***** Data extracts *****

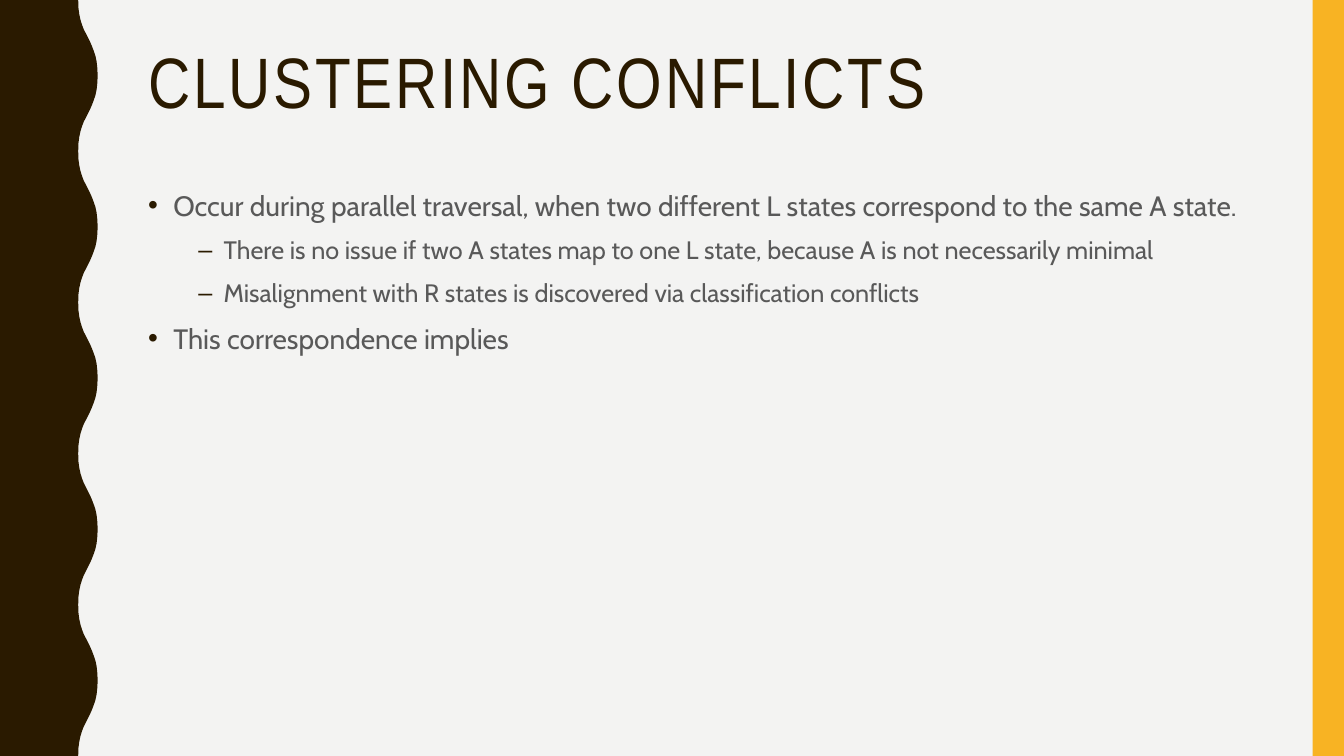
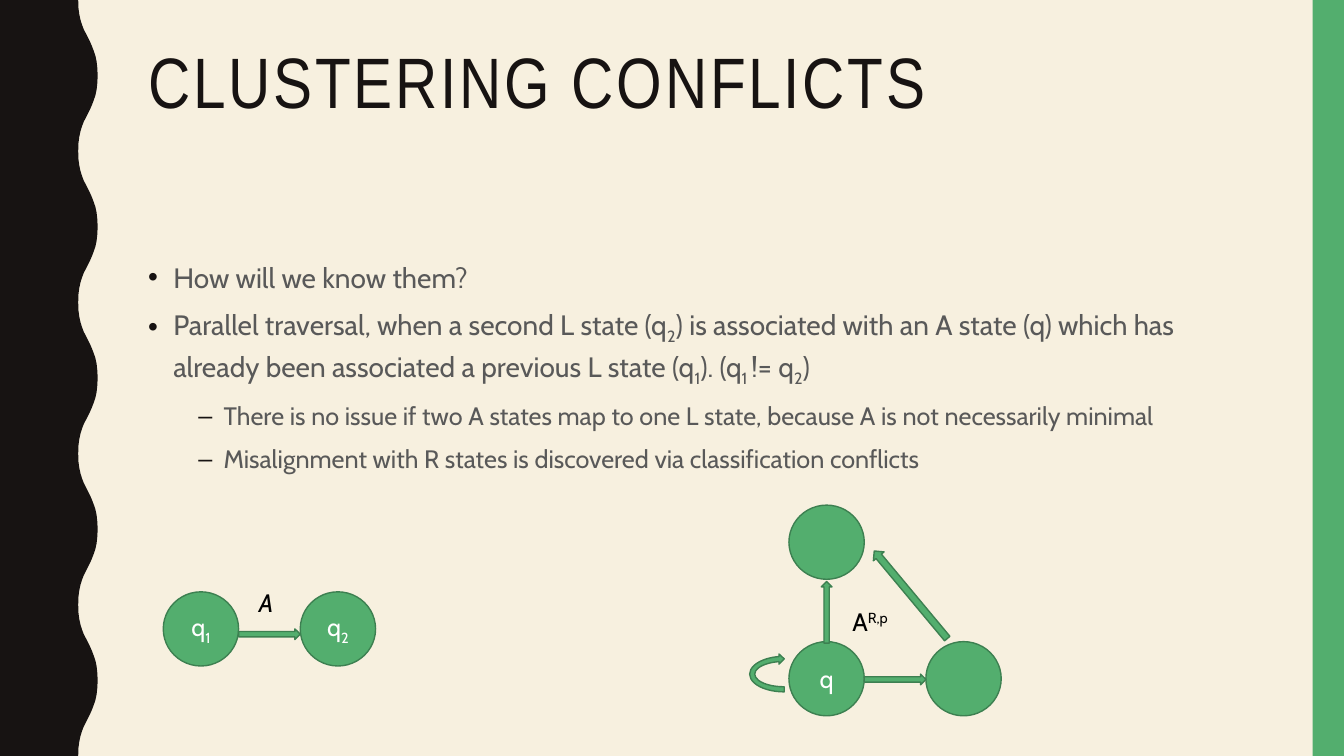
Before and after one commit to KChalk/MLandSyntax, a slide deck: slide 19 of AutomataFromRNN.pptm (slide 17 before the commit). Drawn at 1344x756 pixels with LibreOffice and Linux fonts; fonts in the diff are those of the drawing. Boxes give left, top, right and bottom in pixels: in the first picture for what was removed or moved away, otherwise in the second. Text is boxed around its words. In the diff, an @@ line names an element or a change of style, - is before the commit and + after.

```diff
--- a/AutomataFromRNN.pptm
+++ b/AutomataFromRNN.pptm
@@ background #F3F3F2 to #F7F0DF @@
@@ freeform shape at (0,0,98,756): fill #2A1A00 to #171312 @@
@@ rectangle at (1313,0,1344,756): fill #F8B323 to #53AE6E @@
@@ title "CLUSTERING CONFLICTS" at (148,58,926,109): text colour #2A1A00 to #171312 @@
@@ text "How will we know them?": place and size @@
-text "How will we know them?" at (173,195,1237,355)
+text "How will we know them?" at (173,267,1174,475)
@@ text at (173,267,1174,384): text changed @@
-• Occur during parallel traversal, when two different L states correspond to the same A state.
+• How will we know them?
+• Parallel traversal, when a second L state (q2) is associated with an A state (q) which has already been associated a previous L state (q1). (q1 != q2)
@@ text at (173,328,509,355): paragraph removed @@
-• This correspondence implies
@@ text at (224,406,1153,475): bullet colour #2A1A00 to #171312 @@
@@ ellipse added at (789,505,865,580), fill #53AE6E, outline #3D8151 1 pt @@
@@ right arrow added at (869,547,953,643), fill #53AE6E, outline #3D8151 1 pt @@
@@ ellipse added at (163,592,239,666), fill #53AE6E, outline #3D8151 1 pt, 18 pt, text #FFFFFF @@
+q1
@@ text added at (259,594,273,612), 18 pt, text #000000, italic @@
+A
@@ ellipse added at (300,592,376,666), fill #53AE6E, outline #3D8151 1 pt, 18 pt, text #FFFFFF @@
+q2
@@ right arrow added at (822,582,833,643), fill #53AE6E, outline #3D8151 1 pt @@
@@ right arrow added at (239,629,300,640), fill #53AE6E, outline #3D8151 1 pt @@
@@ text added at (868,612,888,627), 18 pt, text #000000 @@
+AR,p
@@ circular arrow added at (747,654,822,695), fill #53AE6E, outline #3D8151 1 pt @@
@@ ellipse added at (789,642,865,717), fill #53AE6E, outline #3D8151 1 pt, 18 pt, text #FFFFFF @@
+q
@@ ellipse added at (927,642,1002,717), fill #53AE6E, outline #3D8151 1 pt @@
@@ right arrow added at (864,675,926,686), fill #53AE6E, outline #3D8151 1 pt @@
```
Also in this commit, not shown: 13 other slides changed, 4 slides added, 2 slides removed.
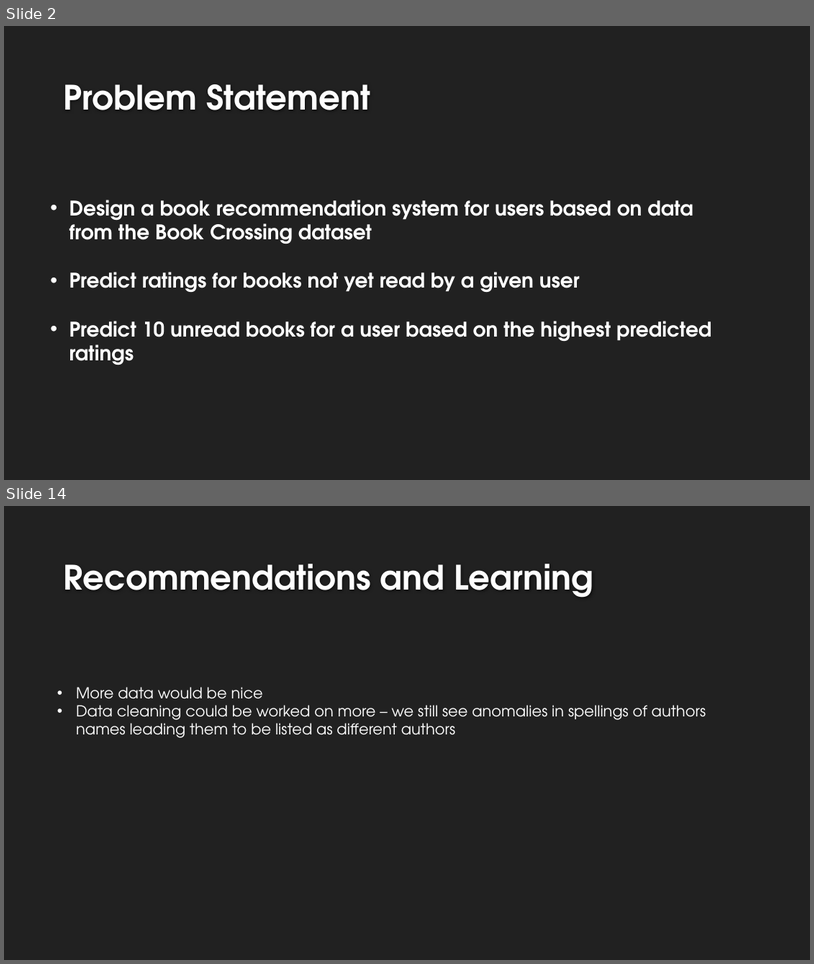
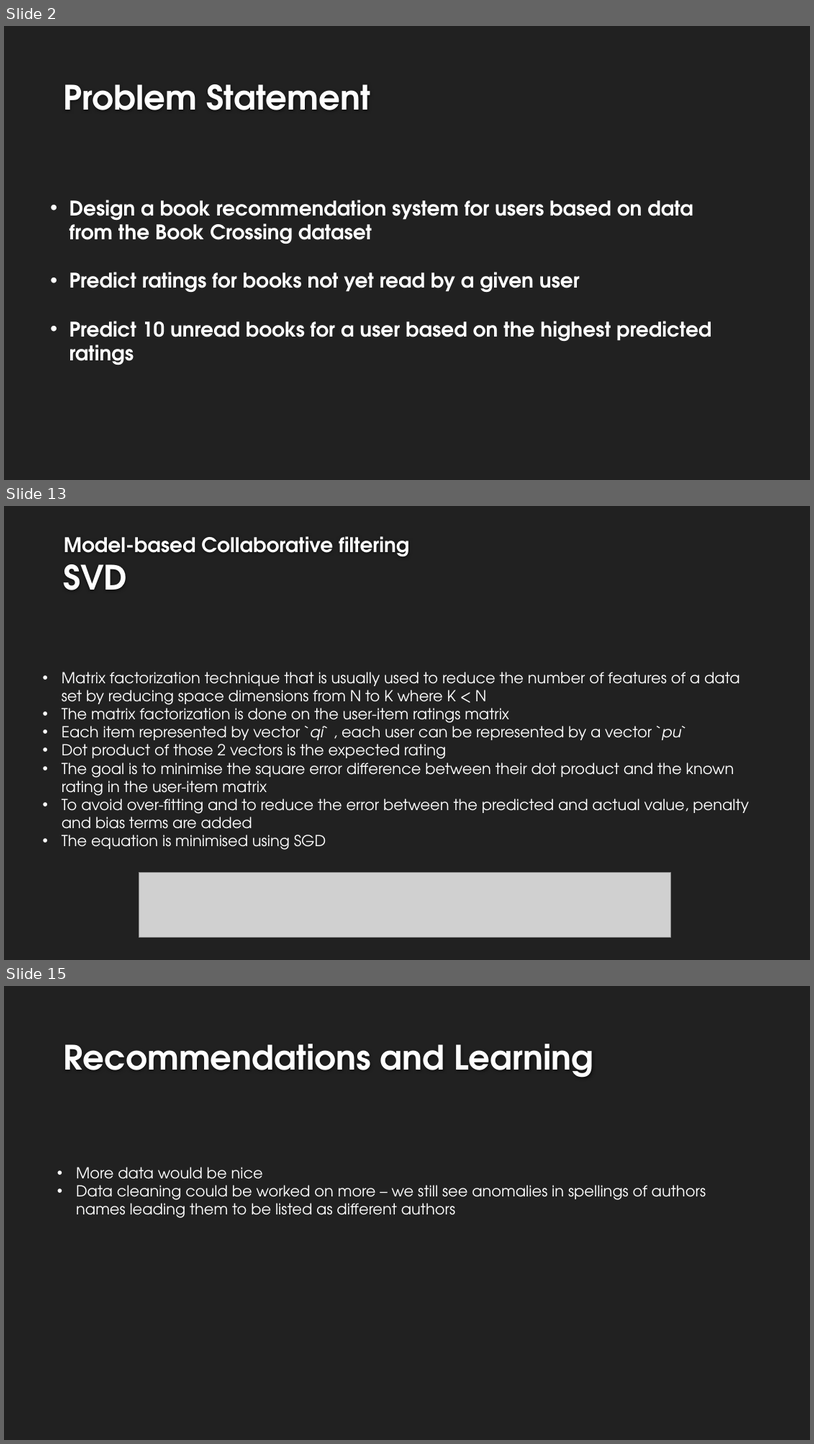
Before and after one commit to GoldbergData/Machine-Learning-Book-Ratings, a slide deck: Presentation.pptx. Shown one above the other, each under a label of ours: slides 2 and 14 before the commit, slides 2, 13 and 15 after it; the slides between them are not shown. The pictures are 814x964 and 814x1444 pixels, drawn with LibreOffice and Linux fonts; fonts in the diff are those of the drawing; grey boxes stand for pictures; background and template pictures are left out. Boxes give left, top, right and bottom in pixels: in the first picture for what was removed or moved away, otherwise in the second. Text is boxed around its words. In the diff, an @@ line names an element or a change of style, - is before the commit and + after.

```diff
--- a/Presentation.pptx
+++ b/Presentation.pptx
@@ slide 13 added at <box>4,506,810,960</box>, background #212121 @@
@@ title added at <box>64,536,409,590</box>, 24 pt, text #FEFEFE, bold @@
+Model-based Collaborative filtering
+SVD
@@ text added at <box>62,672,749,849</box>, 18 pt, text #FFFFFF @@
+• Matrix factorization technique that is usually used to reduce the number of features of a data set by reducing space dimensions from N to K where K < N
+• The matrix factorization is done on the user-item ratings matrix
+• Each item represented by vector `qi` , each user can be represented by a vector `pu`
+• Dot product of those 2 vectors is the expected rating
+• The goal is to minimise the square error difference between their dot product and the known rating in the user-item matrix
+• To avoid over-fitting and to reduce the error between the predicted and actual value, penalty and bias terms are added
+• The equation is minimised using SGD
@@ picture added at <box>139,872,671,937</box> @@
@@ what was slide 14 is now slide 15 @@
```
Also in this commit, not shown: 10 slides changed, 1 other slide added, 1 slide removed.

*****

**Task directions:** Retype the records verbatim, excluding each image they hold.

**Task response:**
Before and after one commit to KChalk/MLandSyntax, a slide deck: slide 19 of AutomataFromRNN.pptm (slide 17 before the commit). Drawn at 1344x756 pixels with LibreOffice and Linux fonts; fonts in the diff are those of the drawing. Boxes give left, top, right and bottom in pixels: in the first picture for what was removed or moved away, otherwise in the second. Text is boxed around its words. In the diff, an @@ line names an element or a change of style, - is before the commit and + after.

```diff
--- a/AutomataFromRNN.pptm
+++ b/AutomataFromRNN.pptm
@@ background #F3F3F2 to #F7F0DF @@
@@ freeform shape at (0,0,98,756): fill #2A1A00 to #171312 @@
@@ rectangle at (1313,0,1344,756): fill #F8B323 to #53AE6E @@
@@ title "CLUSTERING CONFLICTS" at (148,58,926,109): text colour #2A1A00 to #171312 @@
@@ text "How will we know them?": place and size @@
-text "How will we know them?" at (173,195,1237,355)
+text "How will we know them?" at (173,267,1174,475)
@@ text at (173,267,1174,384): text changed @@
-• Occur during parallel traversal, when two different L states correspond to the same A state.
+• How will we know them?
+• Parallel traversal, when a second L state (q2) is associated with an A state (q) which has already been associated a previous L state (q1). (q1 != q2)
@@ text at (173,328,509,355): paragraph removed @@
-• This correspondence implies
@@ text at (224,406,1153,475): bullet colour #2A1A00 to #171312 @@
@@ ellipse added at (789,505,865,580), fill #53AE6E, outline #3D8151 1 pt @@
@@ right arrow added at (869,547,953,643), fill #53AE6E, outline #3D8151 1 pt @@
@@ ellipse added at (163,592,239,666), fill #53AE6E, outline #3D8151 1 pt, 18 pt, text #FFFFFF @@
+q1
@@ text added at (259,594,273,612), 18 pt, text #000000, italic @@
+A
@@ ellipse added at (300,592,376,666), fill #53AE6E, outline #3D8151 1 pt, 18 pt, text #FFFFFF @@
+q2
@@ right arrow added at (822,582,833,643), fill #53AE6E, outline #3D8151 1 pt @@
@@ right arrow added at (239,629,300,640), fill #53AE6E, outline #3D8151 1 pt @@
@@ text added at (868,612,888,627), 18 pt, text #000000 @@
+AR,p
@@ circular arrow added at (747,654,822,695), fill #53AE6E, outline #3D8151 1 pt @@
@@ ellipse added at (789,642,865,717), fill #53AE6E, outline #3D8151 1 pt, 18 pt, text #FFFFFF @@
+q
@@ ellipse added at (927,642,1002,717), fill #53AE6E, outline #3D8151 1 pt @@
@@ right arrow added at (864,675,926,686), fill #53AE6E, outline #3D8151 1 pt @@
```
Also in this commit, not shown: 13 other slides changed, 4 slides added, 2 slides removed.
Before and after one commit to GoldbergData/Machine-Learning-Book-Ratings, a slide deck: Presentation.pptx. Shown one above the other, each under a label of ours: slides 2 and 14 before the commit, slides 2, 13 and 15 after it; the slides between them are not shown. The pictures are 814x964 and 814x1444 pixels, drawn with LibreOffice and Linux fonts; fonts in the diff are those of the drawing; grey boxes stand for pictures; background and template pictures are left out. Boxes give left, top, right and bottom in pixels: in the first picture for what was removed or moved away, otherwise in the second. Text is boxed around its words. In the diff, an @@ line names an element or a change of style, - is before the commit and + after.

```diff
--- a/Presentation.pptx
+++ b/Presentation.pptx
@@ slide 13 added at <box>4,506,810,960</box>, background #212121 @@
@@ title added at <box>64,536,409,590</box>, 24 pt, text #FEFEFE, bold @@
+Model-based Collaborative filtering
+SVD
@@ text added at <box>62,672,749,849</box>, 18 pt, text #FFFFFF @@
+• Matrix factorization technique that is usually used to reduce the number of features of a data set by reducing space dimensions from N to K where K < N
+• The matrix factorization is done on the user-item ratings matrix
+• Each item represented by vector `qi` , each user can be represented by a vector `pu`
+• Dot product of those 2 vectors is the expected rating
+• The goal is to minimise the square error difference between their dot product and the known rating in the user-item matrix
+• To avoid over-fitting and to reduce the error between the predicted and actual value, penalty and bias terms are added
+• The equation is minimised using SGD
@@ picture added at <box>139,872,671,937</box> @@
@@ what was slide 14 is now slide 15 @@
```
Also in this commit, not shown: 10 slides changed, 1 other slide added, 1 slide removed.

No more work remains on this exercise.